Finally, biodiversity data is only useful if it is accessible when and where it is needed, preferably on-line. Approximate range maps are now available for >92,500 species in the IUCN Red List of Threatened Taxa, but these are comprehensive only for terrestrial vertebrates (except reptiles) and a few smaller groups. GBIF (Global Biodiversity Information Facility; www.gbif.org) has more than a billion occurrence records for > 1.7 million species, but data quality and coverage vary greatly between groups and the quality can be difficult to check. The BIEN (Botanical Information and Ecology Network) database has > 200 million plant species occurrence records (Enquist et al., 2019). However, vast amounts of data held in the form of the estimated 2.5–3 billion specimens in natural history collections (museums, herbaria, etc.) remains undigitized and inaccessible without a physical visit to the collection (Hedrick et al., 2020). This can be particularly problematic for tropical countries, where most of the relevant local collections may be held in museums and herbaria in Europe. A priority in these cases should be the digital repatriation of these collections to their countries of origin, as ‘virtual museums’.
5.2. Protect areas
Protected areas are the backbone of global biodiversity conservation. They function by separating conservation from incompatible land uses, such as agriculture, and excluding other damaging human activities, such as logging and hunting. In 2010, the Convention on Biological Diversity (CBD) established an area target (Aichi target 11) of 17% of terrestrial land and inland water areas protected by 2020. The terrestrial part of this target will be met on a global scale in crude area terms, but Aichi target 11 also calls for the areas protected to be ecologically representative, of high quality, and well-connected, and none of these will be fully achieved in most countries. This target includes not only traditional protected areas, where conservation is the main role, but also ‘other effective area-based conservation measures’ (OECMs). OECMs are areas with long-term management that are effective in conservation even though this is not their primary role. Examples include protected watersheds and grasslands managed for sustainable grazing. OECMs considerably extend the effective area of current protection and are likely to play a larger role in future if the target area is increased in 2021.
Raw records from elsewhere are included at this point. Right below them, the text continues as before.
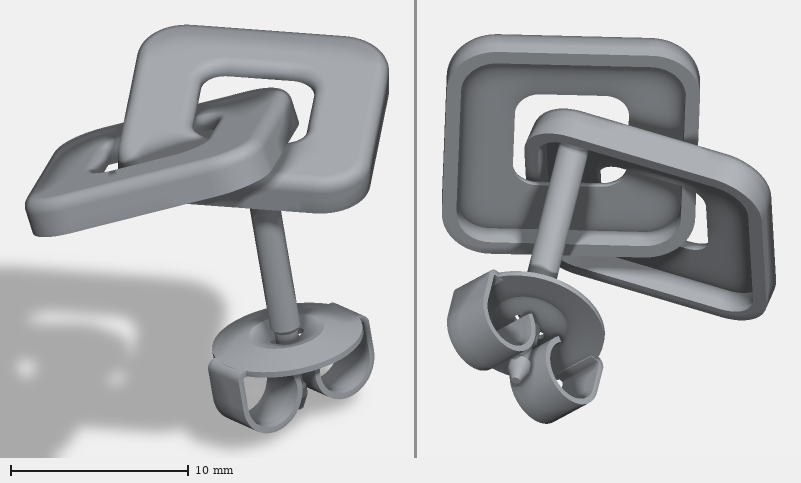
import cadquery as cq
import math

link_side = 14.3
link_corner_radius = 2.82
link_hole_side = 6.43
link_hole_corner_radius = 1.4
link_thickness = 2.14
link_fillet = 0.7
link_wall = 0.8

tilted_link_centre = (0.52, -6.68, 0.15)
link_tilt = 28.6

post_origin = (0.3, -0.3, 0)
post_tilt = link_tilt / 2

post_top = 1.85
shoulder_start = -12.03
shoulder_end = -12.28
neck_bottom = -14.12
groove_top = -14.4
groove_bottom = -15.66
collar_top = -15.83
collar_bottom = -16.37
post_tip = -17.2

post_radius = 0.85
neck_radius = 0.66
groove_radius = 0.47
collar_radius = 0.61
tip_radius = 0.25

sheet_thickness = 0.35
disc_radius = 4.3
crown_radius = 2.15
crown_height = -12.37
rim_height = -12.77
dish_height = -12.8
slot_length = 2.2
slot_width = 0.74
slot_depth = 1.23

strip_width = 2.9
strip_reach = 4.66
strip_overlap = 0.5
bend_radius = 0.52
curl_radius = 2.09
curl_end_angle = 45
curl_centre_y = strip_reach - curl_radius
curl_centre_z = -15.07


def rounded_square(side, corner_radius, height):
    """Upright block on the XY plane with a square outline and rounded corners."""
    block = cq.Workplane("XY").rect(side, side).extrude(height)
    return block.edges("|Z").fillet(corner_radius)


def make_link():
    """Square frame with rounded corners, standing on a corner, top edges filleted, hollow from below."""
    frame = rounded_square(link_side, link_corner_radius, link_thickness)
    frame = frame.cut(rounded_square(link_hole_side, link_hole_corner_radius, link_thickness))
    frame = frame.faces(">Z").edges().fillet(link_fillet)
    hollow = rounded_square(
        link_side - 2 * link_wall, link_corner_radius - link_wall, link_thickness - link_wall
    )
    frame = frame.cut(hollow)
    return frame.rotate((0, 0, 0), (0, 0, 1), 45)


def tilt_and_place(body, tilt, place):
    """Lean a body about the Y axis so that its top moves toward -X, then move it into place."""
    return body.rotate((0, 0, 0), (0, 1, 0), -tilt).translate(place)


def make_post():
    """Round post with a chamfered shoulder, a neck, a latching groove and a pointed tip."""
    post = (
        cq.Workplane("XZ")
        .moveTo(0, post_top)
        .lineTo(post_radius, post_top)
        .lineTo(post_radius, shoulder_start)
        .lineTo(neck_radius, shoulder_end)
        .lineTo(neck_radius, neck_bottom)
        .lineTo(groove_radius, groove_top)
        .lineTo(groove_radius, groove_bottom)
        .lineTo(collar_radius, collar_top)
        .lineTo(collar_radius, collar_bottom)
        .lineTo(tip_radius, post_tip)
        .lineTo(0, post_tip)
        .close()
        .revolve(360, (0, 0, 0), (0, 1, 0))
    )
    return tilt_and_place(post, post_tilt, post_origin)


def make_earring():
    """Two interlocked links fused together, with the post fused under the second one."""
    flat_link = make_link()
    tilted_link = tilt_and_place(make_link(), link_tilt, tilted_link_centre)
    return flat_link.union(tilted_link).union(make_post())


def make_disc():
    """Conical sheet disc, dished in the middle, with a slotted hole that fits the post neck."""
    disc = (
        cq.Workplane("XZ")
        .moveTo(neck_radius, dish_height)
        .lineTo(crown_radius, crown_height)
        .lineTo(disc_radius, rim_height)
        .lineTo(disc_radius, rim_height - sheet_thickness)
        .lineTo(crown_radius, crown_height - sheet_thickness)
        .lineTo(neck_radius, dish_height - sheet_thickness)
        .close()
        .revolve(360, (0, 0, 0), (0, 1, 0))
    )
    slot = (
        cq.Workplane("XY", origin=(0, 0, crown_height))
        .slot2D(slot_length, slot_width, 90)
        .extrude(-slot_depth)
    )
    return disc.cut(slot)


def curl_point(radius, angle):
    """Point of the curl in (Y, Z), the angle being counted from +Y toward +Z."""
    turn = math.radians(angle)
    return (curl_centre_y + radius * math.cos(turn), curl_centre_z + radius * math.sin(turn))


def bend_point(radius, angle):
    """Point of the bend at the disc rim in (Y, Z), the angle being counted from +Y toward +Z."""
    turn = math.radians(angle)
    bend_centre_y = strip_reach - bend_radius
    bend_centre_z = rim_height - bend_radius
    return (bend_centre_y + radius * math.cos(turn), bend_centre_z + radius * math.sin(turn))


def make_strip():
    """Spring strip on the +Y side: bent down at the rim, then curled in against the post."""
    inner_bend_radius = bend_radius - sheet_thickness
    inner_curl_radius = curl_radius - sheet_thickness
    root_y = strip_reach - bend_radius - strip_overlap
    curl_end = -180 - curl_end_angle
    return (
        cq.Workplane("YZ")
        .moveTo(root_y, rim_height)
        .lineTo(*bend_point(bend_radius, 90))
        .threePointArc(bend_point(bend_radius, 45), bend_point(bend_radius, 0))
        .lineTo(*curl_point(curl_radius, 0))
        .threePointArc(curl_point(curl_radius, curl_end / 2), curl_point(curl_radius, curl_end))
        .lineTo(*curl_point(inner_curl_radius, curl_end))
        .threePointArc(curl_point(inner_curl_radius, curl_end / 2), curl_point(inner_curl_radius, 0))
        .lineTo(*bend_point(inner_bend_radius, 0))
        .threePointArc(bend_point(inner_bend_radius, 45), bend_point(inner_bend_radius, 90))
        .lineTo(root_y, rim_height - sheet_thickness)
        .close()
        .extrude(strip_width / 2, both=True)
    )


def make_clutch():
    """Butterfly clutch: the disc and its two mirrored spring strips."""
    clutch = make_disc()
    for side_angle in (0, 180):
        clutch = clutch.union(make_strip().rotate((0, 0, 0), (0, 0, 1), side_angle))
    return tilt_and_place(clutch, post_tilt, post_origin)


earring = make_earring()
clutch = make_clutch()
result = cq.Compound.makeCompound([*earring.solids().vals(), *clutch.solids().vals()])

Many of the largest, best-known, and most effective existing terrestrial protected areas were established in regions that were sparsely inhabited at the time, or by colonial administrations that were willing to ignore the traditional rights of local people to use the area. Major expansions of national protected area systems is becoming increasingly difficult because of both the decline in available near-intact habitat (Tuanmu and Jetz, 2014) and the increasing recognition of the importance of social equity in the establishment of protected areas (Zafra-Calvo et al., 2019). In many areas, expansion is only possible if degraded sites—hunted, logged, subjected to shifting cultivation—are incorporated and then allowed to recover, or actively restored. Suggested global protected area targets of 30% by 2030 and 50% by 2050 (Baillie and Zhang, 2018), will be attainable only if the concept of protected areas is considerably broadened, as implied in the CBD's concept of ‘other effective area-based conservation measures’ (OECMs). At least a billion people live in areas that would be protected if the ‘half Earth’ idea was applied across all ecoregions (Schleicher et al., 2019).
5.3. Control overexploitation
Before the origin of agriculture, people depended entirely on wild natural resources for survival. This was only possible with low population densities, however, and even then resulted in the global elimination of most of the exploitation-sensitive megafauna (Haynes, 2018). The increased densities resulting from agriculture and urbanization, and the associated trade, have subsequently resulted in the serial overexploitation and local extirpation of many animal and plant species, and these pressures are still increasing in many parts of the world. Hunting, logging, firewood collection, and the grazing of livestock are the most widespread impacts, but numerous other species are exploited—and often overexploited—locally, for food, medicine, pets, ornaments, and assorted raw materials (Corlett, 2018). In theory, most of these species could be exploited sustainably, but in practice outright bans are usually more easily enforced. Controls on international trade through the Convention on International Trade in Endangered Species of Wild Flora and Fauna (CITES) have been effective in some cases, but for many species the domestic trade is larger so CITES is ineffective. Public education and ‘social marketing’ can also help but are probably most useful when majority public opinion has already changed.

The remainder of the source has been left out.